Engineering Judgment Question#
20. How do you make technical decisions when information is incomplete?#
Many engineering problems require decisions before every fact is available.
Sample Answer#
Explain that you gather available evidence, identify assumptions, evaluate tradeoffs, estimate risk, and choose the most practical solution given current information. You should also emphasize measuring outcomes and revisiting decisions as new information becomes available.
Tips for Answering OpenAI Interview Questions#
Preparing for OpenAI interview questions involves more than memorizing answers. Interviewers generally prefer candidates who communicate naturally, ask clarifying questions, and adapt their thinking as the discussion evolves.
When practicing technical interviews, explain your reasoning aloud instead of solving problems silently.
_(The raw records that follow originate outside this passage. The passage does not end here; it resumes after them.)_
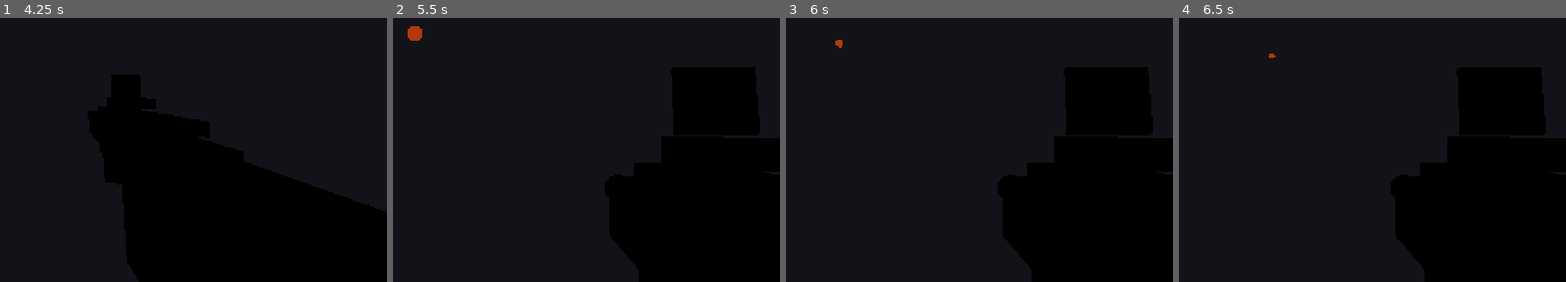
Above: before the commit, frames 1-4 (left to right).
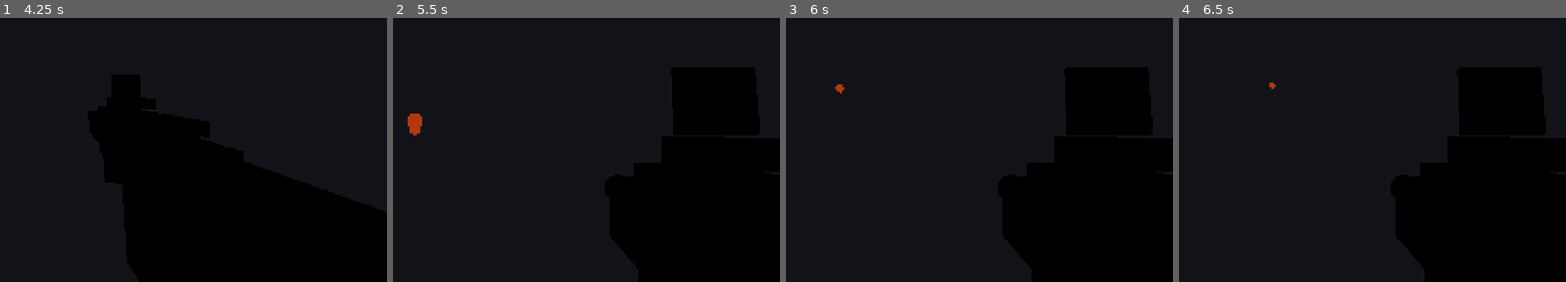
Above: after the commit, the same moments.

Repository: AltenLi/ac_fps_android_game
Game: Godot game, scene res://scenes/player.tscn
Same seed, same stepped clock (60 frames per second), same inputs: the game is played once before the commit and once after it. This scene is started directly instead of the project's main scene.
Inputs (mouse positions are in pixels of both pictures, inside the frame that each line leads up to):
- Up to frame 1 (4.25 s): tap Enter at 0.5, 2, 3.5 s; move the mouse to (61, 76) at 0.52 s; press the mouse at (61, 76) at 0.53 s; hold W (move_forward) from 0.53 s (still down); tap Space (jump) at 0.77, 1.07, 1.25, 1.52, 1.55, 1.82, 2.1, 2.75, 3.02, 3.32, 3.77, 3.8, 4.07 s; tap Ctrl (prone, bound only after the commit) at 0.8, 1.35, 3.05 s; move the mouse to (outside the picture) at 1.27 s; release the mouse at (outside the picture) at 1.28 s; click (outside the picture) at 1.42 s; move the mouse to (38, 70) at 2.02 s; press the mouse at (38, 70) at 2.03 s; move the mouse to (11, 84) at 2.77 s; release the mouse at (11, 84) at 2.78 s; tap Tab (capture_mouse) at 2.85 s; click (11, 84) at 2.92 s; move the mouse to (77, 81) at 3.52 s; press the mouse at (77, 81) at 3.53 s; tap R (reload) at 4.15 s
- Up to frame 2 (5.5 s): keep holding W (move_forward); tap Space (jump) at 4.25, 4.52, 4.82 s; move the mouse to (outside the picture) at 4.27 s; release the mouse at (outside the picture) at 4.28 s; tap Z (scope_zoom) at 4.35 s; click (outside the picture) at 4.55 s; move the mouse to (423, 76) at 5.02 s; hold G (throw_grenade) from 5.03 s (still down); click (423, 76) at 5.17 s; tap Ctrl (prone, bound only after the commit) at 5.3 s
- Up to frame 3 (6 s): move the mouse to (outside the picture) at 5.77 s; release W (move_forward) at 5.78 s; release G (throw_grenade) at 5.78 s; hold D (move_right) from 5.78 s (still down); tap 1 (weapon_1) at 5.85 s; click (outside the picture) at 5.92 s
- Up to frame 4 (6.5 s): keep holding D (move_right); tap Space (jump) at 6.02, 6.05, 6.32 s

Frame 1 is identical in both runs. In frame 2, 0.4% of the frame differs, in the area x 3-8%, y 3-45%; in frame 3, 0.1%; in frame 4, less than 0.1%.

Commit message:
Add prone and Barrett scope overlay

Diff:
--- a/scripts/hud.gd
+++ b/scripts/hud.gd
@@ -22,6 +22,11 @@
 var _cross_bottom: ColorRect
 var _cross_left: ColorRect
 var _cross_right: ColorRect
+var _scope_overlay: Control
+var _scope_ring: Panel
+var _scope_h_line: ColorRect
+var _scope_v_line: ColorRect
+var _scope_active := false
 ## 当前准星张开半径（像素），平滑插值目标
 var _spread_radius := 13.0
 ## 命中标记剩余时间
@@ -53,6 +58,7 @@
 		manager.player.player_shield_changed.connect(_on_shield_changed)
 		manager.player.player_weapon_changed.connect(_on_weapon_changed)
 		manager.player.player_ammo_changed.connect(_on_ammo_changed)
+		manager.player.player_scope_changed.connect(_on_scope_changed)
 		manager.player.player_died.connect(_on_player_died)
 		var health := manager.get_player_health()
 		if health != null:
@@ -206,6 +212,7 @@
 	score_label.text = "蓝队 %d  :  %d 橙队" % [manager.get_living_count("blue"), manager.get_living_count("orange")]
 	weapon_label.text = "武器：%s" % manager.get_current_weapon_name()
 	_update_crosshair(delta)
+	_update_scope_overlay()
 	_update_vignette(delta)
 
 func _update_crosshair(delta: float) -> void:
@@ -524,6 +531,84 @@
 	_apply_cross_line(_cross_bottom, CROSS_GAP_MIN, color)
 	_apply_cross_line(_cross_left,   CROSS_GAP_MIN, color)
 	_apply_cross_line(_cross_right,  CROSS_GAP_MIN, color)
+	_build_scope_overlay(root)
+
+func _build_scope_overlay(root: Control) -> void:
+	_scope_overlay = Control.new()
+	_scope_overlay.set_anchors_preset(Control.PRESET_FULL_RECT)
+	_scope_overlay.mouse_filter = Control.MOUSE_FILTER_IGNORE
+	_scope_overlay.visible = false
+	root.add_child(_scope_overlay)
+
+	var left_mask := ColorRect.new()
+	left_mask.color = Color(0, 0, 0, 0.78)
+	left_mask.anchor_left = 0.0
+	left_mask.anchor_right = 0.5
+	left_mask.anchor_top = 0.0
+	left_mask.anchor_bottom = 1.0
+	left_mask.offset_right = -210
+	_scope_overlay.add_child(left_mask)
+
+	var right_mask := ColorRect.new()
+	right_mask.color = Color(0, 0, 0, 0.78)
+	right_mask.anchor_left = 0.5
+	right_mask.anchor_right = 1.0
+	right_mask.anchor_top = 0.0
+	right_mask.anchor_bottom = 1.0
+	right_mask.offset_left = 210
+	_scope_overlay.add_child(right_mask)
+
+	_scope_ring = Panel.new()
+	_scope_ring.anchor_left = 0.5
+	_scope_ring.anchor_right = 0.5
+	_scope_ring.anchor_top = 0.5
+	_scope_ring.anchor_bottom = 0.5
+	_scope_ring.offset_left = -210
+	_scope_ring.offset_right = 210
+	_scope_ring.offset_top = -210
+	_scope_ring.offset_bottom = 210
+	var style := StyleBoxFlat.new()
+	style.bg_color = Color(0, 0, 0, 0.0)
+	style.border_color = Color(0.02, 0.02, 0.02, 0.96)
+	style.set_border_width_all(10)
+	style.set_corner_radius_all(210)
+	_scope_ring.add_theme_stylebox_override("panel", style)
+	_scope_overlay.add_child(_scope_ring)
+
+	_scope_h_line = _scope_line(_scope_overlay, true)
+	_scope_v_line = _scope_line(_scope_overlay, false)
+
+func _scope_line(root: Control, horizontal: bool) -> ColorRect:
+	var line := ColorRect.new()
+	line.color = Color(0.02, 0.02, 0.02, 0.88)
+	line.anchor_left = 0.5
+	line.anchor_right = 0.5
+	line.anchor_top = 0.5
+	line.anchor_bottom = 0.5
+	if horizontal:
+		line.offset_left = -180
+		line.offset_right = 180
+		line.offset_top = -1
+		line.offset_bottom = 1
+	else:
+		line.offset_left = -1
+		line.offset_right = 1
+		line.offset_top = -180
+		line.offset_bottom = 180
+	root.add_child(line)
+	return line
+
+func _on_scope_changed(active: bool, weapon_id: String) -> void:
+	_scope_active = active and weapon_id == "barrett"
+	_update_scope_overlay()
+
+func _update_scope_overlay() -> void:
+	if _scope_overlay == null:
+		return
+	_scope_overlay.visible = _scope_active
+	for rect: ColorRect in [_cross_top, _cross_bottom, _cross_left, _cross_right]:
+		if rect != null:
+			rect.visible = not _scope_active
 
 func _make_cross_rect(root: Control, color: Color) -> ColorRect:
 	var rect := ColorRect.new()
--- a/scripts/input_setup.gd
+++ b/scripts/input_setup.gd
@@ -13,6 +13,7 @@
 	"reload": [KEY_R],
 	"scope_zoom": [KEY_Z],
 	"throw_grenade": [KEY_G],
+	"prone": [KEY_CTRL],
 	"capture_mouse": [KEY_TAB]
 }
 
--- a/scripts/mobile_controls.gd
+++ b/scripts/mobile_controls.gd
@@ -21,6 +21,7 @@
 const RELOAD_BUTTON_DIAMETER := 80.0
 const SCOPE_BUTTON_DIAMETER := 88.0
 const GRENADE_BUTTON_DIAMETER := 92.0
+const PRONE_BUTTON_DIAMETER := 88.0
 const RIGHT_FIRE_MARGIN_X := 44.0
 const RIGHT_FIRE_MARGIN_Y := 82.0
 const ACTION_BUTTON_GAP := 26.0
@@ -76,6 +77,10 @@
 			if _grenade_rect(viewport_size).has_point(event.position):
 				if player != null:
 					player.mobile_throw_grenade()
+				return
+			if _prone_rect(viewport_size).has_point(event.position):
+				if player != null:
+					player.mobile_toggle_prone()
 				return
 			if _jump_rect(viewport_size).has_point(event.position):
 				if player != null:
@@ -255,6 +260,21 @@
 	)
 	btn_layer.add_child(grenade_btn)
 
+	var prone_btn := _icon_button(int(PRONE_BUTTON_DIAMETER), Color(0.36, 0.32, 0.18, 0.48), Color(1.0, 0.86, 0.42, 0.68), "prone")
+	prone_btn.anchor_left = 1.0
+	prone_btn.anchor_top = 1.0
+	prone_btn.anchor_right = 1.0
+	prone_btn.anchor_bottom = 1.0
+	prone_btn.offset_left = -RIGHT_FIRE_MARGIN_X - FIRE_BUTTON_DIAMETER * 0.42 - PRONE_BUTTON_DIAMETER * 0.5
+	prone_btn.offset_top = -RIGHT_FIRE_MARGIN_Y - FIRE_BUTTON_DIAMETER - ACTION_BUTTON_GAP - GRENADE_BUTTON_DIAMETER - ACTION_BUTTON_GAP - PRONE_BUTTON_DIAMETER
+	prone_btn.offset_right = prone_btn.offset_left + PRONE_BUTTON_DIAMETER
+	prone_btn.offset_bottom = prone_btn.offset_top + PRONE_BUTTON_DIAMETER
+	prone_btn.pressed.connect(func() -> void:
+		if _is_gameplay_input_enabled() and player != null:
+			player.mobile_toggle_prone()
+	)
+	btn_layer.add_child(prone_btn)
+
 	var left_fire_btn := _icon_button(int(LEFT_FIRE_BUTTON_DIAMETER), Color(0.90, 0.18, 0.16, 0.42), Color(1.0, 0.38, 0.32, 0.62), "fire")
 	left_fire_btn.anchor_left = 0.0
 	left_fire_btn.anchor_top = 0.0
@@ -311,6 +331,9 @@
 		"grenade":
 			icon_label.text = "✹"
 			icon_label.add_theme_font_size_override("font_size", diameter / 2)
+		"prone":
+			icon_label.text = "▾"
+			icon_label.add_theme_font_size_override("font_size", diameter / 2 + 8)
 	btn.add_child(icon_label)
 	return btn
 
@@ -342,6 +365,9 @@
 func _grenade_rect(viewport_size: Vector2) -> Rect2:
 	return Rect2(Vector2(viewport_size.x - RIGHT_FIRE_MARGIN_X - FIRE_BUTTON_DIAMETER - ACTION_BUTTON_GAP - GRENADE_BUTTON_DIAMETER, viewport_size.y - RIGHT_FIRE_MARGIN_Y - FIRE_BUTTON_DIAMETER - ACTION_BUTTON_GAP - GRENADE_BUTTON_DIAMETER), Vector2(GRENADE_BUTTON_DIAMETER, GRENADE_BUTTON_DIAMETER))
 
+func _prone_rect(viewport_size: Vector2) -> Rect2:
+	return Rect2(Vector2(viewport_size.x - RIGHT_FIRE_MARGIN_X - FIRE_BUTTON_DIAMETER * 0.42 - PRONE_BUTTON_DIAMETER * 0.5, viewport_size.y - RIGHT_FIRE_MARGIN_Y - FIRE_BUTTON_DIAMETER - ACTION_BUTTON_GAP - GRENADE_BUTTON_DIAMETER - ACTION_BUTTON_GAP - PRONE_BUTTON_DIAMETER), Vector2(PRONE_BUTTON_DIAMETER, PRONE_BUTTON_DIAMETER))
+
 func _jump_rect(viewport_size: Vector2) -> Rect2:
 	var jump_left := viewport_size.x - RIGHT_FIRE_MARGIN_X - FIRE_BUTTON_DIAMETER - ACTION_BUTTON_GAP - WEAPON_BUTTON_DIAMETER - ACTION_BUTTON_GAP - JUMP_BUTTON_DIAMETER
 	var jump_top := viewport_size.y - RIGHT_FIRE_MARGIN_Y - FIRE_BUTTON_DIAMETER * 0.5 - JUMP_BUTTON_DIAMETER * 0.5
@@ -354,7 +380,7 @@
 
 func _is_action_position(position: Vector2) -> bool:
 	var viewport_size := get_viewport().get_visible_rect().size
-	return _is_fire_position(position, viewport_size) or _reloa …(108 unchanged characters)… (viewport_size).has_point(position) or _jump_rect(viewport_size).has_point(position) or _weapon_rect(viewport_size).has_point(position)
+	return _is_fire_position(position, viewport_size) or _reloa …(108 unchanged characters)… (viewport_size).has_point(position) or _prone_rect(viewport_size).has_point(position) or _jump_rect(viewport_size).has_point(position) or _weapon_rect(viewport_size).has_point(position)
 
 func _is_gameplay_input_enabled() -> bool:
 	return visible and player != null and player.can_accept_mobile_input()
--- a/scripts/player_controller.gd
+++ b/scripts/player_controller.gd
@@ -5,6 +5,7 @@
 signal player_shield_changed(current_shield: float, max_shield: float)
 signal player_weapon_changed(display_name: String)
 signal player_ammo_changed(current_ammo: int, reserve_ammo: int, is_reloading: bool)
+signal player_scope_changed(active: bool, weapon_id: String)
 signal player_died
 
 const GRENADE_PROJECTILE_SCENE := preload("res://scenes/projectile.tscn")
@@ -17,6 +18,11 @@
 const WEAPON_SWITCH_ANIM_TIME := 0.24
 const BASE_CAMERA_FOV := 78.0
 const SCOPE_ZOOM_LEVELS := [1.0, 2.5, 5.0]
+const STANDING_BODY_HEIGHT := 1.8
+const PRONE_BODY_HEIGHT := STANDING_BODY_HEIGHT / 5.0
+const STANDING_CAMERA_Y := 1.62
+const PRONE_CAMERA_Y := PRONE_BODY_HEIGHT * 0.82
+const PRONE_SPEED_MULTIPLIER := 0.38
 const GRENADE_COOLDOWN := 5.0
 const GRENADE_DAMAGE := 70.0
 const GRENADE_RADIUS := 5.2
@@ -51,6 +57,9 @@
 var _target_fov := BASE_CAMERA_FOV
 var _air_jumps_used := 0
 var _next_grenade_time := 0.0
+var _is_prone := false
+var _collision_shape: CollisionShape3D
+var _body_capsule: CapsuleShape3D
 
 func _ready() -> void:
 	_build_body()
@@ -126,6 +135,10 @@
 func mobile_throw_grenade() -> void:
 	if can_accept_mobile_input():
 		_throw_grenade()
+
+func mobile_toggle_prone() -> void:
+	if can_accept_mobile_input():
+		_set_prone(not _is_prone)
 
 func get_health() -> Health:
 	return health
@@ -157,6 +170,8 @@
 		_cycle_scope_zoom()
 	if event.is_action_pressed("throw_grenade"):
 		_throw_grenade()
+	if event.is_action_pressed("prone"):
+		_set_prone(not _is_prone)
 
 func _physics_process(delta: float) -> void:
 	if _dead or (match_manager != null and match_manager.match_over):
@@ -216,10 +231,12 @@
 		return
 	_scope_index = (_scope_index + 1) % SCOPE_ZOOM_LEVELS.size()
 	_target_fov = BASE_CAMERA_FOV / float(SCOPE_ZOOM_LEVELS[_scope_index])
+	player_scope_changed.emit(_scope_index > 0, weapon_system.get_current_weapon_id())
 
 func _reset_scope_zoom() -> void:
 	_scope_index = 0
 	_target_fov = BASE_CAMERA_FOV
+	player_scope_changed.emit(false, weapon_system.get_current_weapon_id() if weapon_system != null else "")
 
 func _update_scope_zoom(delta: float) -> void:
 	if camera == null:
@@ -274,10 +291,11 @@
 	if mobile_move.length() > 0.05:
 		input_dir = mobile_move
 	if input_dir.length() > 0.01:
+		var move_speed := SPEED * (PRONE_SPEED_MULTIPLIER if _is_prone else 1.0)
 		var fwd_mul  := 1.0 if input_dir.y < 0.0 else 0.5
 		var side_mul := 0.75
-		var fwd_component  := global_transform.basis.z * input_dir.y * SPEED * fwd_mul
-		var side_component := global_transform.basis.x * input_dir.x * SPEED * side_mul
+		var fwd_component  := global_transform.basis.z * input_dir.y * move_speed * fwd_mul
+		var side_component := global_transform.basis.x * input_dir.x * move_speed * side_mul
 		var move_vec := fwd_component + side_component
 		velocity.x = move_vec.x
 		velocity.z = move_vec.z
@@ -286,6 +304,15 @@
 		velocity.z = move_toward(velocity.z, 0, SPEED)
 	move_and_slide()
 
+func _set_prone(active: bool) -> void:
+	_is_prone = active
+	if _body_capsule != null:
+		_body_capsule.height = PRONE_BODY_HEIGHT if _is_prone else STANDING_BODY_HEIGHT
+	if _collision_shape != null:
+		_collision_shape.position.y = (PRONE_BODY_HEIGHT if _is_prone else STANDING_BODY_HEIGHT) * 0.5
+	if camera != null:
+		camera.position.y = PRONE_CAMERA_Y if _is_prone else STANDING_CAMERA_Y
+
 func _apply_look(relative_x: float, relative_y: float) -> void:
 	var sensitivity: float = GameSettings.mouse_sensitivity
 	rotate_y(deg_to_rad(-relative_x * sensitivity))
@@ -298,10 +325,12 @@
 	collision.name = "CollisionShape3D"
 	var capsule := CapsuleShape3D.new()
 	capsule.radius = 0.42
-	capsule.height = 1.8
+	capsule.height = STANDING_BODY_HEIGHT
 	collision.shape = capsule
-	collision.position.y = 0.9
+	collision.position.y = STANDING_BODY_HEIGHT * 0.5
 	add_child(collision)
+	_collision_shape = collision
+	_body_capsule = capsule
 
 	var body_model := ModelFactory.create_soldier_model(team)
 	body_model.name = "BodyModel"
@@ -310,7 +339,7 @@
 
 	camera = Camera3D.new()
 	camera.name = "Camera3D"
-	camera.position = Vector3(0, 1.62, 0)
+	camera.position = Vector3(0, STANDING_CAMERA_Y, 0)
 	camera.fov = BASE_CAMERA_FOV
 	camera.current = true
 	add_child(camera)
--- a/tests/test_mobile_controls.gd
+++ b/tests/test_mobile_controls.gd
@@ -32,6 +32,9 @@
 	t.is_true(player_text.contains("_air_jumps_used < 1"), "Player should support one extra air jump")
 	t.is_true(player_text.contains("if input_dir.length() > 0.01:"), "Air movement should continue to accept input")
 	t.is_true(player_text.contains("SCOPE_ZOOM_LEVELS := [1.0, 2.5, 5.0]"), "Guns should support 2.5x and 5.0x aim zoom")
+	t.is_true(player_text.contains("signal player_scope_changed(active: bool, weapon_id: String)"), "Player should notify HUD when scope state changes")
+	t.is_true(hud_text.contains("_scope_overlay"), "HUD should include a scope overlay")
+	t.is_true(hud_text.contains("weapon_id == \"barrett\""), "Barrett should use scope overlay when aiming")
 	t.is_true(player_text.contains("func mobile_toggle_scope()"), "Player should expose mobile scope toggling")
 	t.is_true(player_text.contains("weapon_system.get_current_weapon_id() == \"knife\""), "Knife should reset scope zoom instead of aiming")
 	t.is_true(mobile_text.contains("func _reset_all_inputs()"), "Mobile controls should reset all touch state together")
@@ -50,6 +53,10 @@
 	t.is_true(mobile_text.contains("func _grenade_rect(viewport_size: Vector2)"), "Grenade hit area should be explicit")
 	t.is_true(player_text.contains("func mobile_throw_grenade()"), "Player should expose mobile grenade throwing")
 	t.is_true(player_text.contains("GRENADE_PROJECTILE_SCENE"), "Grenade should use the projectile scene")
+	t.is_true(player_text.contains("PRONE_BODY_HEIGHT := STANDING_BODY_HEIGHT / 5.0"), "Prone height should be one fifth of standing height")
+	t.is_true(player_text.contains("func mobile_toggle_prone()"), "Player should expose mobile prone toggling")
+	t.is_true(mobile_text.contains("PRONE_BUTTON_DIAMETER := 88.0"), "Mobile controls should include a prone button")
+	t.is_true(mobile_text.contains("player.mobile_toggle_prone()"), "Prone button should toggle prone")
 	t.is_false(mobile_text.contains("icon_label.text = \"F\""), "Fire icon should not be a letter")
 	t.is_false(mobile_text.contains("icon_label.text = \"R\""), "Reload icon should not be a letter")
 	t.is_false(mobile_text.contains("icon_label.text = \"W\""), "Weapon icon should not be a letter")

This habit develops communication skills while helping interviewers understand your decision-making process during the interview.
Behavioral questions also deserve dedicated preparation. Reviewing several meaningful projects from your career and organizing them into structured stories makes it much easier to answer follow-up questions with confidence.
Common Mistakes Candidates Make#
Many candidates devote nearly all of their preparation time to algorithms while overlooking System Design, behavioral interviews, and resume discussions. Since OpenAI evaluates engineers across multiple dimensions, this narrow approach often leaves candidates underprepared.
Another common mistake is rushing into solutions without first clarifying requirements. Whether solving a coding problem or designing distributed infrastructure, interviewers generally appreciate candidates who slow down, ask thoughtful questions, and explain tradeoffs before proposing solutions.
Finally, some candidates underestimate the importance of communication. Even excellent technical ideas become less convincing when assumptions remain unstated or explanations lack structure.
Quick Review of the 20 Questions#
# | Question | Primary Focus |
1 | Solve a coding problem | Algorithms |
2 | Optimize your solution | Complexity analysis |
3 | Test your implementation | Code quality |
4 | Handle changing requirements | Adaptability |
5 | Design a chat system | System Design |
6 | Design AI inference serving | AI infrastructure |
7 | Design a scalable API | Scalability |
8 | Improve reliability | Distributed systems |
9 | Most challenging project | Resume discussion |
10 | Engineering tradeoffs | Technical judgment |
11 | What would you change today? | Reflection |
12 | Production incident | Ownership |
13 | Team disagreement | Collaboration |
14 | Mistake you made | Accountability |
15 | Prioritization | Decision making |
16 | Why OpenAI? | Motivation |
17 | LLM engineering challenges | AI systems |
18 | Evaluate an AI model | Model quality |
19 | Reduce AI latency | Performance engineering |
20 | Decisions with uncertainty | Engineering judgment |
Final Thoughts#
Preparing for OpenAI interview questions requires a balanced strategy that combines coding practice with System Design, behavioral preparation, AI engineering knowledge, and a thorough understanding of your previous projects. While technical ability remains essential, interviewers also evaluate how clearly you communicate, how thoughtfully you reason through tradeoffs, and how effectively you collaborate with others.
By practicing these common OpenAI interview questions, reviewing your engineering experience, and developing structured answers, you'll be well prepared to navigate every stage of the interview process with confidence.